After processing with UMAP and HDBSCAN, it is evident that Barkam City’s landslide points and related factors are grouped into four clusters. Some points, categorized as noise, lie in low-density areas and cannot be assigned to any identified cluster. The clustering is deemed reasonable, as indicated by the cosine metric’s silhouette coefficient of 0.588.
To further analyze the interactions between different clusters in landslide susceptibility evaluation, this study used the XGBoost model to train and predict for each cluster. After training, we integrated the results of UMAP dimensionality reduction and HDBSCAN clustering to assess the importance of each evaluation factor in the XGBoost model. The results are presented in Figure 13. From the figure, it is evident that elevation, PGA and precipitation are consistently the most influential features across all clusters. Other factors, such as NDVI, distance to water systems, and lithology, show slight variations in their impact across different clusters. However, the overall ranking of the main evaluation factors remains consistent.
Specifically, elevation is the most important feature in all clusters, but its impact varies. In Label1 and Label3, the SHAP value of elevation is negative, indicating a decrease in landslide susceptibility. In Label2, the SHAP value is positive, indicating an increase in susceptibility. PGA consistently has a positive effect on landslide susceptibility, with positive SHAP values in all clusters, meaning that higher PGA values increase susceptibility. Precipitation has a positive effect in Label1 and Label2 but a negative effect in Label3, although its impact is slightly weaker than that of elevation and PGA.
5 Discussion
According to an analysis of the interpretability of landslide assessment indicators, rainfall intensity, seismic activity, and topographic features are significant determinants of landslide occurrence. This outcome aligns with the theoretical comprehension of landslide formation mechanisms found in the literature currently in publication (Gaofeng et al., 2023; Hui, 2023; Jinsong et al., 2024). As shown in Figure 11, between 2,500 and 3,400 m above sea level, the slope typically increases, rainfall intensifies, and soil erosion worsens, all of which contribute to a higher landslide risk. However, landslides are less likely above 3,400 meters, where the soil layer is thin or almost nonexistent, the climate is colder, rainfall is less frequent, permafrost is more common, and bedrock is exposed. Severe seismic shaking, which greatly increases the PGA, also elevates landslide probability, particularly in the context of the Ms6.0 earthquake swarm in Barkam. Increased rainfall generally leads to soil saturation, thus raising the probability of landslides in the Barkam region, where annual rainfall ranges from 720 to 800 mm. This indicates that rainfall has a positive effect on landslide occurrence. Conversely, excessive rainfall can reduce landslide risk if soil permeability is low, as water infiltration becomes difficult and the amount of water that accumulates in the slope is minimal. In unsaturated soils, pore water pressure is typically low and negative, having little impact on slope stability and thereby decreasing landslide risk (Ning et al., 2018).

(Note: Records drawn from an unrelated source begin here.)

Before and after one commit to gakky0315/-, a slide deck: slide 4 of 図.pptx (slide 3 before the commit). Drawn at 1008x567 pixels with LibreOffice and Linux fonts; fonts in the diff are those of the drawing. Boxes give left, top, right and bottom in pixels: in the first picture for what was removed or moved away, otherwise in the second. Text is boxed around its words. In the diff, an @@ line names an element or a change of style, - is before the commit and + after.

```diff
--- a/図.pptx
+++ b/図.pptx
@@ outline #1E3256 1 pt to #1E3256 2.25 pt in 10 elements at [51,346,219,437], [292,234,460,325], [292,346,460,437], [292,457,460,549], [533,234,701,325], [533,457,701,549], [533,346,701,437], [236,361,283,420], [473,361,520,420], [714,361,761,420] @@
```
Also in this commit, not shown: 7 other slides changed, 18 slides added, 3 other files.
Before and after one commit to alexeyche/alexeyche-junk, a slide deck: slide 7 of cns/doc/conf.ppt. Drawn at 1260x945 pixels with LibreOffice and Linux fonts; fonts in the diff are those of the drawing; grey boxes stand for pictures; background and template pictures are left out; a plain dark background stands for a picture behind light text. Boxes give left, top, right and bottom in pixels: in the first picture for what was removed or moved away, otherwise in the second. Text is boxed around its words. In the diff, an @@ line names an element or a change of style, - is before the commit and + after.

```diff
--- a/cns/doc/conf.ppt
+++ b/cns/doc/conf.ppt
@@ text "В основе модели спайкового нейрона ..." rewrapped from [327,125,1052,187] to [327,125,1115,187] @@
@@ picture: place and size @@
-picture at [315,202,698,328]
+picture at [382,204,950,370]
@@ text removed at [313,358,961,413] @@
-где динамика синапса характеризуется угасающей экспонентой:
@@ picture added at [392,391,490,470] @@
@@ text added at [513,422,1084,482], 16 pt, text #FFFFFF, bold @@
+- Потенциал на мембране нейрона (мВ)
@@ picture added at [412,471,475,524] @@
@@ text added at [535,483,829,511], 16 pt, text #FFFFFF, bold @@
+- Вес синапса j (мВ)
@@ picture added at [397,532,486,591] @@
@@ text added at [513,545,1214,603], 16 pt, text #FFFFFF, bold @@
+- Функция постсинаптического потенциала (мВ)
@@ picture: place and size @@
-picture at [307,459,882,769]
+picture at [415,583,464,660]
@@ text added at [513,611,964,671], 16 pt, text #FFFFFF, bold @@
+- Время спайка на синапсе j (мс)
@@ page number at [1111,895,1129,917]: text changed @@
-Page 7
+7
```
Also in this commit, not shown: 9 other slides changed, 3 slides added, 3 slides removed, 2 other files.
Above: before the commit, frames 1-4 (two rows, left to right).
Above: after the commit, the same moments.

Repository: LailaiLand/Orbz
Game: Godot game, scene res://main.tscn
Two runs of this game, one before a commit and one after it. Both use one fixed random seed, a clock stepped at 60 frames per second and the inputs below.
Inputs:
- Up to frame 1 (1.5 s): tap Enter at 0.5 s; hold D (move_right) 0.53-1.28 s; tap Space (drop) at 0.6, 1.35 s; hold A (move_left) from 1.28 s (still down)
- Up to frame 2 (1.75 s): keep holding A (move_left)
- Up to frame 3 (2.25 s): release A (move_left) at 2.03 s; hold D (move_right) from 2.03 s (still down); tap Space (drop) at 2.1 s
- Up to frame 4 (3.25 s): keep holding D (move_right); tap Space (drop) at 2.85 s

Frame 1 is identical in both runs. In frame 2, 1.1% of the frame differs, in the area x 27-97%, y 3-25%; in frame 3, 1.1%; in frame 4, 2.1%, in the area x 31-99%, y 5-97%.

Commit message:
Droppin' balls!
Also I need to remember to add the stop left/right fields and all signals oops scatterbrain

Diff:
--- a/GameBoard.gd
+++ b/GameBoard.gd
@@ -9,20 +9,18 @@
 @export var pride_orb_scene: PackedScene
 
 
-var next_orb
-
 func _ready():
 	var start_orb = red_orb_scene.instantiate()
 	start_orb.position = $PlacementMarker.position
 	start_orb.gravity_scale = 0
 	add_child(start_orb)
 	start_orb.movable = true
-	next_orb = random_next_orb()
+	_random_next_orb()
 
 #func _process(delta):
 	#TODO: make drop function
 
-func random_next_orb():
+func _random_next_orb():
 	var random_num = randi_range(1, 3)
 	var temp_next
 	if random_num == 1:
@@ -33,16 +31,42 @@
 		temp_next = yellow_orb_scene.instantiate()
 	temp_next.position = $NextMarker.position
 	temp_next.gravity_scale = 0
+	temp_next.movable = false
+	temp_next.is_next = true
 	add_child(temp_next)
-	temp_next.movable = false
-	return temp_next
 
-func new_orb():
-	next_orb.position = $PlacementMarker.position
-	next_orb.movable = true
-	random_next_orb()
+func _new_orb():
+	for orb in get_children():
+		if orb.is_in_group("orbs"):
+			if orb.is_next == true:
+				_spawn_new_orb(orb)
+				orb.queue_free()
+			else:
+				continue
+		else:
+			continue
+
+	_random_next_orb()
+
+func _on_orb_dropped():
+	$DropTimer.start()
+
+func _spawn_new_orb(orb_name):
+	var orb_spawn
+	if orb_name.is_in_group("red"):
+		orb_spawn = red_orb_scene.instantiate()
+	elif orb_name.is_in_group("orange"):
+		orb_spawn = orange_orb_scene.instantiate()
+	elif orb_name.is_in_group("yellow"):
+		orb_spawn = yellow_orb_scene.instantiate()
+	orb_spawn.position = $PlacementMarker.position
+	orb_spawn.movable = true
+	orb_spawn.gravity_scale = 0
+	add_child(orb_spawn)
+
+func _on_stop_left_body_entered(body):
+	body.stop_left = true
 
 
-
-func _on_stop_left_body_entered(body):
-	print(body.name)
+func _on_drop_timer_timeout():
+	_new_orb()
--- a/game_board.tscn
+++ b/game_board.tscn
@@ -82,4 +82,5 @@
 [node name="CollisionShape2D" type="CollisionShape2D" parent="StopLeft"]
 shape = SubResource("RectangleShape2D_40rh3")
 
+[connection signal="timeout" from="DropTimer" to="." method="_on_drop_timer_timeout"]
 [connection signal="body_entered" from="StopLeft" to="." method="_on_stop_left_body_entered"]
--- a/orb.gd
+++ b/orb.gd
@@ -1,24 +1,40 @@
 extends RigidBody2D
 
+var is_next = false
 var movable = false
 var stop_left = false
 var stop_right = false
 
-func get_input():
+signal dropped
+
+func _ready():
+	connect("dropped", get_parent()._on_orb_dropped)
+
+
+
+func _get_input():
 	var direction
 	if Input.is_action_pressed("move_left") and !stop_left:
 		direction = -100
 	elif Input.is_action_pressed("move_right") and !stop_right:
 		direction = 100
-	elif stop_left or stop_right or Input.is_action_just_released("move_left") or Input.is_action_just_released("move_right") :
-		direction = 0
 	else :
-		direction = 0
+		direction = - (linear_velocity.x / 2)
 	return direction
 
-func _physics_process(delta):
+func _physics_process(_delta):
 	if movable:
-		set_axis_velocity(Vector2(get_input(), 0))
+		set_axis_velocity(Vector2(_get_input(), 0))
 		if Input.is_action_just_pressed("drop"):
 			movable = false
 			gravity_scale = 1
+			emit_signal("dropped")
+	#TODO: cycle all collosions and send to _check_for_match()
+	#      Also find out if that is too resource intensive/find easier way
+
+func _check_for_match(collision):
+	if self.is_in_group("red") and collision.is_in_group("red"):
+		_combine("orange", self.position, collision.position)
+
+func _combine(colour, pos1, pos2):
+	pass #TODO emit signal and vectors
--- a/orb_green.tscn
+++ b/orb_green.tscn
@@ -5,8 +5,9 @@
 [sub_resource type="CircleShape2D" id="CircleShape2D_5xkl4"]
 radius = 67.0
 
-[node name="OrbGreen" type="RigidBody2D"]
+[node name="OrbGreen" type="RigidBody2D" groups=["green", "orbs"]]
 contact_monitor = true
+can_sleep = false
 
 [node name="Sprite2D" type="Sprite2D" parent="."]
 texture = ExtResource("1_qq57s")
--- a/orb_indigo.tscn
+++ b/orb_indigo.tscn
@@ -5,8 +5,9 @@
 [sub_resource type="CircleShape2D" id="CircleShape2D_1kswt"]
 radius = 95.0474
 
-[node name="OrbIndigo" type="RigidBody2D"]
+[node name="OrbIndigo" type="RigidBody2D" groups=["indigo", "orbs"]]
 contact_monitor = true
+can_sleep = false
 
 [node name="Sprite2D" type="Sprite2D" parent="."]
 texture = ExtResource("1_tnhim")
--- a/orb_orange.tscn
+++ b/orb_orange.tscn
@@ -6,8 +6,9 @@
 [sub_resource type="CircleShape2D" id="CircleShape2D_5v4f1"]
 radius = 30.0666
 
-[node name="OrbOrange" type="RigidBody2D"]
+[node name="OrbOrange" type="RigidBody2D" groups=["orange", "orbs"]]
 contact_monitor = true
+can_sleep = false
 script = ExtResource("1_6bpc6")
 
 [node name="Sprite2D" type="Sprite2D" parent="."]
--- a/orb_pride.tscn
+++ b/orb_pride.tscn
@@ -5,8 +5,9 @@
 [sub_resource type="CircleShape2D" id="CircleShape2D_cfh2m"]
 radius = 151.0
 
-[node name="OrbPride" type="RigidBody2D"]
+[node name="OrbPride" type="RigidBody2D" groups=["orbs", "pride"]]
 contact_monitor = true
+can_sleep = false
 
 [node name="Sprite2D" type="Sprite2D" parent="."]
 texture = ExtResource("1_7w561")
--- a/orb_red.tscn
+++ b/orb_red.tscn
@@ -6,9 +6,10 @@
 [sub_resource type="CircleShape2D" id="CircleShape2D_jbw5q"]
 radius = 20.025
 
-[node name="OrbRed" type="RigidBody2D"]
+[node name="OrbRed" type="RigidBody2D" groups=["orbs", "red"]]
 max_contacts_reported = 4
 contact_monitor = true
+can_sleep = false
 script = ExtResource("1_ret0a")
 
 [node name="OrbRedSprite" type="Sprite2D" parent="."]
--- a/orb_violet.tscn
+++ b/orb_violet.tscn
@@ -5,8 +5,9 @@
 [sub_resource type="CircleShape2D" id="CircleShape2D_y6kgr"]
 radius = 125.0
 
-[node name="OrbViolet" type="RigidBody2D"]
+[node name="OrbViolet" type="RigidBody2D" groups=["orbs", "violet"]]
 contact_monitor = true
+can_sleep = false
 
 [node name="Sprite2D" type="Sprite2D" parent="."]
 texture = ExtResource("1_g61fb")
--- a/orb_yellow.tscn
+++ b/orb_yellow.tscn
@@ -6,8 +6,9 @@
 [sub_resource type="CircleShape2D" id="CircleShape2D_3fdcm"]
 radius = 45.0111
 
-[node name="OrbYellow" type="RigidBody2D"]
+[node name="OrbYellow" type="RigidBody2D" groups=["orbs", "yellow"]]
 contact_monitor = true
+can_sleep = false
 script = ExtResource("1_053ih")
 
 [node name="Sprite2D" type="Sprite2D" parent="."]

Machine learning models, especially RF and XGBoost, are much more flexible in handling complex datasets and do not rely on presumptions than traditional statistical methods, which makes them a significant advantage for landslide susceptibility assessment (Chen Y. et al., 2024). The “black-box” issue, which makes it challenging to directly interpret each feature’s function in the prediction process, still affects these models (Lv et al., 2024). This study combines SHAP interpretability analysis with UMAP dimensionality reduction and HDBSCAN clustering techniques to enhance model interpretability. By using the XGBoost model for one-to-many training and prediction, this approach not only provides transparent feature difference analysis but also helps determine the significance of each assessment factor on landslide susceptibility in different clusters. The UMAP results show that the distribution patterns of various evaluation factors vary depending on the dimension. Reducing the data to two or three dimensions with UMAP unveils intricate relationships between features, offering a fresh perspective on landslide susceptibility research. In high-dimensional space, some factor interactions are not directly observable. Through HDBSCAN clustering, we identified distinct spatial heterogeneity in landslide susceptibility rather than a uniform distribution. Cluster-specific differences in susceptibility form the basis for early warning systems for landslide disasters. For example, elevation, PGA, and rainfall are dominant factors with significant impacts, as shown by the factor importance ranking in Figure 13. However, these factors contribute negatively in some clusters and positively in others. By analyzing the roles of different factors in various clusters, the study reveals the complexity of landslide occurrence.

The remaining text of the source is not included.